We assessed finding (specialized) care at each time point by asking the youngsters whether they found care services through youth workers during the last 3 months. They could choose different answer categories on a list, such as a social care institution for debt or addiction, a doctor or the Social District Team (Koops et al., 2014).
Statistical Analyses
Descriptive statistics were used to illustrate the demographic and other characteristics of the sample and to provide a useful outline for the outcome variable of finding (specialized) care. Respondents were split into three age groups (10–14 years, 15–19 years, 20–24 years).

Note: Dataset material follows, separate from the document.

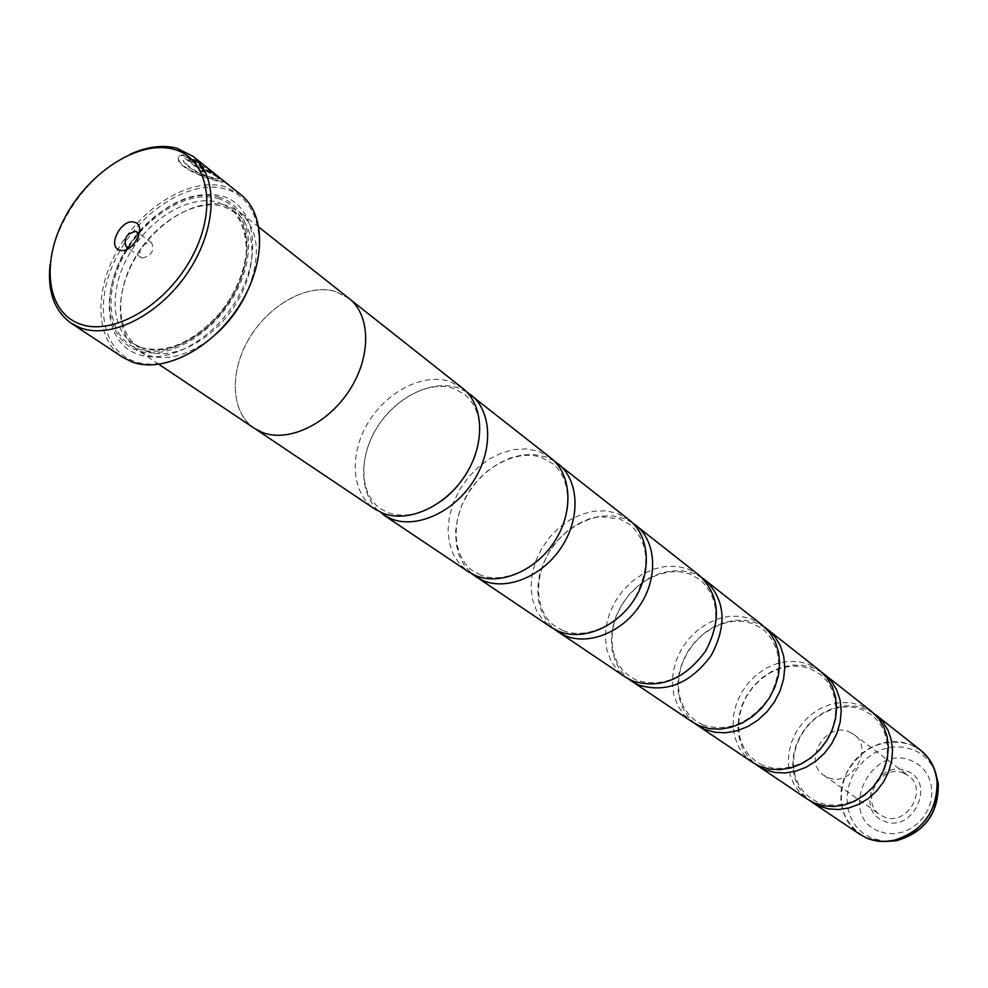 <?xml version="1.0" encoding="UTF-8"?>
<svg xmlns="http://www.w3.org/2000/svg" width="988" height="988" viewBox="0 0 988 988"><rect width="100%" height="100%" fill="white"/><g stroke="black" fill="none" stroke-linecap="round" stroke-linejoin="round"><path stroke-width="0.74" stroke-dasharray="4.94 3.71" d="M871.601 711.508L860.77 705.321L850.878 702.764L840.455 702.517L829.957 704.555L819.842 708.804L810.555 715.028L802.491 722.994L795.995 732.318L791.351 742.618L788.757 753.449L788.338 764.341L790.128 774.827L794.043 784.423L799.959 792.722L807.604 799.317M819.657 670.457L808.517 664.134L798.316 661.577L787.535 661.429L776.679 663.677L766.182 668.184L756.536 674.767L748.126 683.116L741.321 692.872L736.418 703.629L733.627 714.917L733.084 726.242L734.813 737.122L738.765 747.076L744.779 755.647L752.621 762.44M762.526 625.293L751.065 618.846L740.543 616.314L729.403 616.29L718.14 618.76L707.247 623.576L697.207 630.529L688.414 639.322L681.275 649.561L676.076 660.811L673.063 672.593L672.371 684.388L674.026 695.7L677.99 706.012L684.116 714.88L692.131 721.87M699.38 575.399L687.599 568.829L676.743 566.334L665.22 566.457L653.537 569.174L642.225 574.349L631.74 581.734L622.539 591.009L615.03 601.766L609.51 613.56L606.237 625.886L605.36 638.186L606.916 649.968L610.88 660.676L617.092 669.852L625.293 677.052M629.245 519.96L617.13 513.291L605.928 510.858L593.998 511.166L581.883 514.18L570.088 519.75L559.146 527.617L549.489 537.435L541.56 548.772L535.681 561.172L532.112 574.065L531.013 586.934L532.446 599.21L536.385 610.337L542.671 619.834L551.045 627.257M550.859 458.012L538.435 451.257L526.863 448.91L514.513 449.454L501.916 452.813L489.628 458.852L478.18 467.262L468.028 477.686L459.63 489.678L453.344 502.731L449.416 516.279L448.058 529.753L449.33 542.56L453.208 554.144L459.544 563.975L468.077 571.607M462.705 388.346L449.96 381.529C423.136 372.612 386.296 391.693 367.697 423.358C348.838 454.888 351.58 493.592 374.761 509.018M184.917 158.228L202.812 172.48L206.134 173.159L184.237 155.696C179.915 155.141 177.964 156.376 178.383 159.414C178.952 167.75 204.751 178.136 216.989 180.965L217.014 180.965C222.288 182.558 224.202 182.632 222.769 181.212L203.306 165.737L218.681 178.408C219.744 179.717 218.163 179.754 213.939 178.519L213.914 178.507C199.107 174.629 188.869 168.787 183.175 160.982L183.435 160.476C189.128 168.281 199.378 174.123 214.186 178.013C218.422 179.26 220.003 179.223 218.941 177.914L203.577 165.231L223.029 180.705C224.461 182.138 222.547 182.051 217.274 180.471L217.261 180.471C204.998 177.63 179.223 167.268 178.655 158.907C178.235 155.869 180.174 154.634 184.497 155.19L206.406 172.665L203.071 171.986L185.188 157.734M194.599 160.883L199.218 163.526L199.057 162.785L187.461 156.586L204.689 170.331L215.631 176.012L207.813 171.443L194.871 160.377L208.073 170.936L215.903 175.506L204.961 169.837L187.732 156.079L199.329 162.279L199.49 163.02L194.871 160.377M50.104 264.043C54.748 221.077 90.6 171.875 130.083 154.301M906.848 771.097C937.167 781.78 912.591 834.588 883.556 820.867C853.793 809.604 878.036 758.08 906.848 771.097M904.02 773.258L908.454 775.778C928.955 789.622 906.058 827.549 883.68 816.718L880.073 814.717C858.881 801.317 881.222 762.736 904.02 773.258M849.223 731.812L853.793 734.393C874.936 748.632 850.767 788.498 827.672 777.408L823.943 775.358C802.108 761.563 825.672 721.067 849.223 731.812M130.33 247.321C135.467 245.185 138.271 241.344 138.728 235.786M142.099 258.041C151.362 256.04 154.56 250.977 151.67 242.826L150.509 242.245C141.235 244.283 138.061 249.359 140.988 257.485L142.099 258.041M133.973 361.2C100.245 349.097 93.638 299.216 117.794 254.669C141.482 209.95 190.882 179.161 225.301 188.992C260.054 198.131 270.49 248.112 245.271 295.622C220.571 343.305 167.33 373.995 133.973 361.2M241.023 194.809L225.017 186.658C191.82 177.26 144.643 204.738 119.412 246.889C93.86 288.891 94.564 338.773 122.636 357.248M146.817 351.382L138.555 347.22C115.497 331.82 114.917 290.546 136.159 255.83C157.129 220.979 196.229 198.539 223.56 206.517L236.354 213.038C257.584 229.352 257.3 271.008 234.687 305.786C212.321 340.699 172.579 360.916 146.817 351.382M215.792 334.302C191.376 354.717 168.565 361.67 147.348 355.149L138.888 350.901C115.003 334.981 114.361 292.312 136.295 256.435C157.944 220.423 198.353 197.205 226.647 205.442L239.961 212.222C258.794 229.438 261.375 255.546 247.704 290.521M139.604 231.587C166.552 202.157 193.907 190.252 221.645 195.883C253.558 204.393 262.993 250.322 239.862 293.881C217.187 337.587 168.405 365.819 137.703 354.161C104.382 343.182 99.862 291.559 126.6 249.433M218.546 196.945C249.445 205.22 258.523 249.729 236.107 291.917C214.137 334.24 166.91 361.608 137.159 350.37C107.075 339.761 101.048 295.313 122.623 255.484C143.779 215.508 187.955 188.066 218.546 196.945M873.664 713.25L865.031 708.68L855.361 706.148L845.16 705.827L834.885 707.717L824.968 711.718L815.804 717.646L807.776 725.254L801.219 734.232L796.414 744.186L793.549 754.721L792.759 765.404L794.08 775.765L797.477 785.374L802.824 793.833L809.901 800.749M349.036 298.438L335.957 291.608C308.293 282.963 269.563 304.131 249.408 338.032C228.981 371.809 230.735 412.601 254.373 428.335M821.917 672.371L813.186 667.814L803.232 665.295L792.709 665.06L782.088 667.122L771.813 671.371L762.291 677.607L753.93 685.573L747.064 694.947L741.988 705.321L738.9 716.275L737.937 727.366L739.172 738.122L742.544 748.101L747.928 756.845L755.128 763.996M765.008 627.417L756.215 622.909L745.952 620.402L735.097 620.291L724.118 622.539L713.46 627.059L703.555 633.641L694.823 642.002L687.623 651.796L682.239 662.627L678.904 674.051L677.756 685.586L678.855 696.762L682.177 707.112L687.611 716.189L694.922 723.587M702.122 577.758L693.304 573.324L682.733 570.854L671.531 570.866L660.157 573.349L649.091 578.178L638.791 585.143L629.665 593.936L622.082 604.199L616.351 615.524L612.733 627.442L611.35 639.458L612.301 651.092L615.549 661.849L620.983 671.272L628.393 678.929M632.283 522.615L623.477 518.292L612.597 515.872L601.025 516.057L589.256 518.799L577.758 523.986L567.013 531.359L557.442 540.634L549.452 551.415L543.351 563.284L539.386 575.732L537.731 588.28L538.485 600.408L541.622 611.597L547.019 621.378L554.503 629.331M554.256 461.013L545.537 456.851L534.335 454.529L522.393 454.912L510.191 457.963L498.236 463.545L487.022 471.4L476.982 481.193L468.522 492.555L461.976 505.004L457.629 518.045L455.653 531.161L456.147 543.82L459.111 555.478L464.459 565.655L471.968 573.917M466.497 391.754L457.975 387.839C431.213 378.91 394.508 397.843 376.008 429.36C357.261 460.741 360.077 499.286 383.208 514.686M335.932 291.645C308.293 283.013 269.576 304.168 249.433 338.057C229.031 371.797 230.772 412.564 254.398 428.298L262.722 432.546C288.817 442.599 328.102 423.729 349.629 389.927C371.402 356.273 370.673 315.209 348.999 298.487L335.932 291.645M127.613 247.815L138.369 233.057M920.927 750.497L910.405 744.433L900.821 741.889L890.731 741.556L880.592 743.421L870.848 747.41L861.919 753.325L854.188 760.908L847.988 769.825L843.591 779.693L841.171 790.091L840.862 800.564L842.69 810.654L846.58 819.917L852.36 827.932L859.819 834.341M870.391 839.43L866.686 838.046C842.455 823.967 835.626 802.515 846.185 773.666C861.82 747.002 883.247 737.307 910.491 744.544L920.779 750.411L929.016 758.994M141.198 347.591L132.935 343.441C109.853 328.041 109.335 286.668 130.651 251.854C151.695 216.915 190.869 194.364 218.225 202.33L231.031 208.839C252.273 225.165 251.928 266.908 229.241 301.797C206.801 336.809 166.972 357.125 141.198 347.591M217.755 198.44C248.05 206.566 256.917 250.211 234.934 291.534C213.408 333.018 167.145 359.854 137.974 348.85C108.458 338.464 102.517 294.893 123.685 255.83C144.433 216.607 187.769 189.708 217.755 198.44M935.685 772.949C931.264 761.81 923.694 754.042 912.974 749.62L903.365 747.113L893.251 746.953L883.136 749.114L873.503 753.486L864.833 759.834L857.535 767.861L851.952 777.173L848.371 787.325L846.951 797.81L847.79 808.147L850.841 817.817L855.979 826.326L862.969 833.255L871.478 838.244L885.717 841.504M878.703 831.241C836.737 815.137 870.959 742.581 911.665 760.809L918.519 764.589L924.225 769.973L928.51 776.679L931.128 784.398L931.931 792.722L930.894 801.231L928.041 809.493L923.521 817.076L917.568 823.584L910.479 828.685L902.649 832.131L894.461 833.736L886.347 833.427L878.703 831.241M817.656 802.17L811.173 798.65L804.121 792.524L798.675 784.793L795.068 775.802L793.463 765.91L793.932 755.585L796.452 745.273L800.935 735.443L807.171 726.513L814.878 718.906L823.733 712.941L833.316 708.89L843.196 706.914L852.965 707.112L862.166 709.47L872.058 715.102L878.493 721.536L883.358 729.453L886.434 738.542L887.545 748.447L886.631 758.722L883.692 768.911L878.851 778.569L872.305 787.226L864.364 794.5L855.398 800.082L845.814 803.713L836.046 805.282L826.524 804.751L817.656 802.17M763.106 765.391L756.462 761.822L749.262 755.536L743.754 747.57L740.135 738.258L738.592 728.008L739.185 717.276L741.902 706.531L746.644 696.256L753.177 686.907L761.217 678.917L770.418 672.618L780.359 668.308L790.585 666.147L800.638 666.245L810.111 668.58L820.25 674.298L826.808 680.905L831.735 689.056L834.823 698.467L835.873 708.754L834.823 719.449L831.674 730.095L826.561 740.197L819.707 749.275L811.42 756.944L802.083 762.835L792.129 766.725L782.039 768.454L772.221 767.985L763.106 765.391M703.098 724.957L696.305 721.314L688.982 714.867L683.4 706.655L679.793 697.022L678.324 686.388L679.077 675.212L682.016 663.985L687.03 653.241L693.897 643.435L702.307 635.012L711.891 628.343L722.203 623.737L732.787 621.366L743.161 621.329L752.893 623.626L763.267 629.442C781.644 647.004 783.546 669.827 768.985 697.936C749.917 723.525 727.958 732.528 703.098 724.957M636.778 680.25L629.85 676.57L622.391 669.963L616.759 661.503L613.19 651.524L611.831 640.459L612.77 628.8L615.969 617.068L621.304 605.792L628.529 595.48L637.334 586.588L647.325 579.511L658.045 574.559L669 571.929L679.707 571.743L689.71 573.991L700.319 579.87C719.042 597.839 720.684 621.6 705.247 651.166C685.129 678.139 662.306 687.833 636.778 680.25M563.098 630.591L556.034 626.861C531.05 610.72 533.174 564.395 560.912 537.015C578.375 520.96 595.653 516.65 601.297 516.749L619.575 518.898L630.393 524.826C649.437 543.165 650.746 567.927 634.321 599.123C617.426 626.108 584.884 639.644 563.098 630.591M480.748 575.09L473.561 571.336C453.307 557.948 450.145 523.331 467.225 494.605C484.095 465.793 517.811 449.219 541.276 457.382L552.292 463.323C570.928 477.537 573.126 512.34 554.935 540.844C536.929 569.446 502.954 584.155 480.748 575.09M441.587 500.879C422.16 514.39 404.327 518.317 388.111 512.661L380.849 508.906C360.41 495.445 357.878 459.334 376.144 428.878C394.187 398.349 429.397 380.318 453.294 388.272L464.471 394.175C479.649 407.254 483.305 427.347 475.426 454.455M853.793 734.393L908.454 775.778M151.67 242.826L136.962 232.019M236.354 213.038L231.031 208.839C246.123 222.93 247.827 249.05 245.456 258.646C241.986 277.505 233.6 295.449 220.324 312.492C193.339 342.49 166.886 354.149 140.963 347.467L132.935 343.441L138.555 347.22M158.945 364.35L138.888 350.901M256.102 429.434L254.398 428.298M350.616 299.759L348.999 298.487M258.905 227.203L239.961 212.222M140.988 257.485L126.192 246.79M823.943 775.358L880.073 814.717"/><path stroke-width="1.48" d="M755.128 763.996L807.604 799.317L814.544 803.071L824.091 805.887L834.267 806.517L844.641 804.911L854.756 801.132L864.179 795.328L872.478 787.745L879.308 778.717L884.359 768.639L887.409 757.957L888.336 747.138L887.113 736.653L883.791 726.958L878.542 718.461L871.601 711.508L821.917 672.371M694.922 723.587L752.621 762.44L759.747 766.28L769.59 769.121L780.1 769.677L790.845 767.911L801.342 763.872L811.148 757.734L819.818 749.769L826.981 740.296L832.304 729.762L835.564 718.609L836.626 707.346L835.453 696.441L832.106 686.388L826.758 677.607L819.657 670.457L765.008 627.417M628.393 678.929L692.131 721.87L699.467 725.81L709.606 728.662L720.487 729.132L731.614 727.168L742.531 722.858L752.757 716.349L761.822 707.939L769.343 697.997L774.963 686.944L778.47 675.286L779.68 663.528L778.593 652.191L775.234 641.755L769.8 632.666L762.526 625.293L702.122 577.758M554.503 629.331L625.293 677.052L632.839 681.065C660.515 689.278 684.758 679.312 705.543 651.166C721.759 620.402 719.709 595.147 699.38 575.399L632.283 522.615M471.968 573.917L551.045 627.257L558.788 631.344C582.871 641.323 617.055 627.034 634.543 599.061C652.265 571.212 649.561 535.718 629.245 519.96L554.256 461.013M470.696 394.657C491.901 411.057 493.592 449.787 473.598 480.921C453.838 512.192 416.677 529.012 391.322 518.91L383.208 514.686L468.077 571.607L476.018 575.769C500.768 585.835 536.459 570.323 555.071 540.72C573.904 511.241 571.657 474.129 550.859 458.012L466.497 391.754M256.102 429.434L374.761 509.018L382.887 513.241C408.291 523.344 445.6 506.399 465.484 474.956C485.59 443.661 483.947 404.784 462.705 388.346L350.616 299.759M173.592 149.237C139.296 139.79 89.538 171.467 65.282 216.829C40.57 262.03 46.498 312.245 80.065 324.039C113.25 336.538 166.91 304.909 192.24 256.485C218.076 208.233 208.246 157.981 173.592 149.237M130.083 154.301C147.039 146.619 162.625 144.581 176.827 148.2L192.932 156.289C218.41 176.136 217.274 227.549 188.869 270.836C160.76 314.27 111.768 339.526 80.683 327.967L71.235 323.261C54.291 311.035 47.251 291.287 50.104 264.043M119.659 250.038C132.269 254.842 147.904 225.548 134.516 222.275C121.956 217.656 106.457 246.555 119.659 250.038M138.728 235.786L136.962 232.019L135.801 231.439C126.489 233.514 123.278 238.639 126.192 246.79L130.33 247.321M71.235 323.261L122.636 357.248L132.034 361.966C162.934 373.637 211.062 349.431 238.33 307.169C265.896 265.056 266.439 214.631 241.023 194.809L192.932 156.289M809.901 800.749L819.015 806.072L828.537 808.888L838.676 809.518L849.013 807.925L859.103 804.158L868.489 798.39L876.776 790.832L883.581 781.841L888.607 771.801L891.633 761.155L892.547 750.374L891.312 739.926L888.002 730.255L882.766 721.783L873.664 713.25M158.945 364.35L254.373 428.335L262.697 432.596C288.817 442.661 328.127 423.766 349.666 389.951C371.451 356.26 370.722 315.184 349.036 298.438L258.905 227.203M757.537 765.737L764.65 769.578L774.469 772.406L784.941 772.974L795.649 771.22L806.122 767.207L815.89 761.106L824.535 753.165L831.661 743.742L836.96 733.244L840.195 722.129L841.245 710.903L840.072 700.047L836.737 690.019L831.39 681.263L824.301 674.125M697.553 725.513L704.876 729.44L714.991 732.293L725.822 732.763L736.925 730.824L747.805 726.526L757.994 720.067L767.021 711.693L774.506 701.789L780.112 690.785L783.583 679.164L784.793 667.456L783.682 656.155L780.335 645.757L774.901 636.692L767.639 629.344M631.307 681.078L638.816 685.079C666.431 693.292 690.587 683.4 711.274 655.377C727.415 624.749 725.34 599.58 705.049 579.882M557.738 631.74L565.457 635.827C589.478 645.782 623.539 631.604 640.94 603.754C658.576 576.041 655.834 540.683 635.556 524.949M475.574 576.634L483.49 580.796C508.19 590.849 543.746 575.448 562.246 545.994C580.993 516.662 578.696 479.686 557.936 463.607M247.704 290.521C240.17 307.379 229.537 321.964 215.792 334.302M126.6 249.433L127.613 247.815M138.369 233.057L139.604 231.587M929.016 758.994L934.352 768.911L937.118 780.137C937.587 811.383 922.891 831.55 892.991 840.665C883.667 842.394 874.862 841.517 866.6 838.022L859.819 834.341L866.575 838.009L875.825 840.788L885.656 841.467L895.671 840.01L905.416 836.466L914.468 830.97L922.422 823.757L928.942 815.137L933.734 805.504L936.587 795.278L937.402 784.892L936.118 774.802L932.833 765.453L927.695 757.24L920.927 750.497L875.837 714.855M885.717 841.504L896.437 840.739C924.756 832.106 938.686 812.988 938.23 783.385L935.685 772.949M920.927 750.497C930.029 757.895 935.426 767.775 937.118 780.137L938.23 783.385C938.896 813.136 924.966 832.254 896.437 840.739L881.457 841.48L870.391 839.43M475.426 454.455C468.757 473.289 457.481 488.776 441.587 500.879M859.819 834.341L812.087 802.318"/></g></svg>

As a necessary condition for analyzing data from a longitudinal cohort design (Duncan et al., 1996), we began by using Chi-square and univariate ANOVA tests to determine whether the different cohorts were comparable with respect to the attributes being measured. Comparing demographics between the three groups of participants, we found no significant differences based on gender (x2 = 4.94n.s., p = 0.085). However, significant differences were found between groups on the variables of age (F = 17.43, p < 0.001), cultural background x2 = 15.32, p = 0.02), and intensity of participation in youth work (F = 6.99, p = 001). Furthermore, younger adolescents and youngsters with a native Dutch background were less represented in Cohort 3 (participation 3 years or longer), while youngsters in Cohort 1 (0–6 months participation) participated less intensively in youth work settings compared to youngsters in the other two cohort groups. We, therefore, controlled for any confounding on these three variables in our analysis.
Because observations were made repeatedly over four time points, we used Linear Mixed Models (LMM) to answer the research questions. Multiple imputation of missing values was not necessary because LMM includes participants in the analysis who have not completed all measurements (dependent variables) (Twisk et al., 2013). LMM provides an understanding of both the mean levels of the outcome variables (average over time) and the changes in mean levels over the four time points. A two-level (repeated measures were clustered within youngsters) linear mixed model was constructed with restricted maximum likelihood estimation. The variance at organizational level was also checked, but did not explain differences, and therefore it was not included in the models. The model intercept was specified as random across individuals, while other parameters were specified as fixed. We used unstructured covariance.
First, we explored the mean differences between cohorts over the four time points. These mean differences indicate how the factor of “length of participation” influences the scores on outcome variables. The between-group effect size was calculated according to Cohen’s d. Second, we modeled time as a categorical variable to assess improvements of the three cohorts on outcome variables over a period of 16 months. Undertaking an analysis for each cohort group, it was possible to observe in detail how the different groups developed over time. We did not calculate effect sizes for these results because some scholars discourage reporting effect sizes for within-group changes (pre-post within one group); for example, because pre- and post-test results tend to be dependent (Cuijpers et al., 2017). All analyses were conducted using SPSS 24. Statistical significance was assessed at the 0.05 level.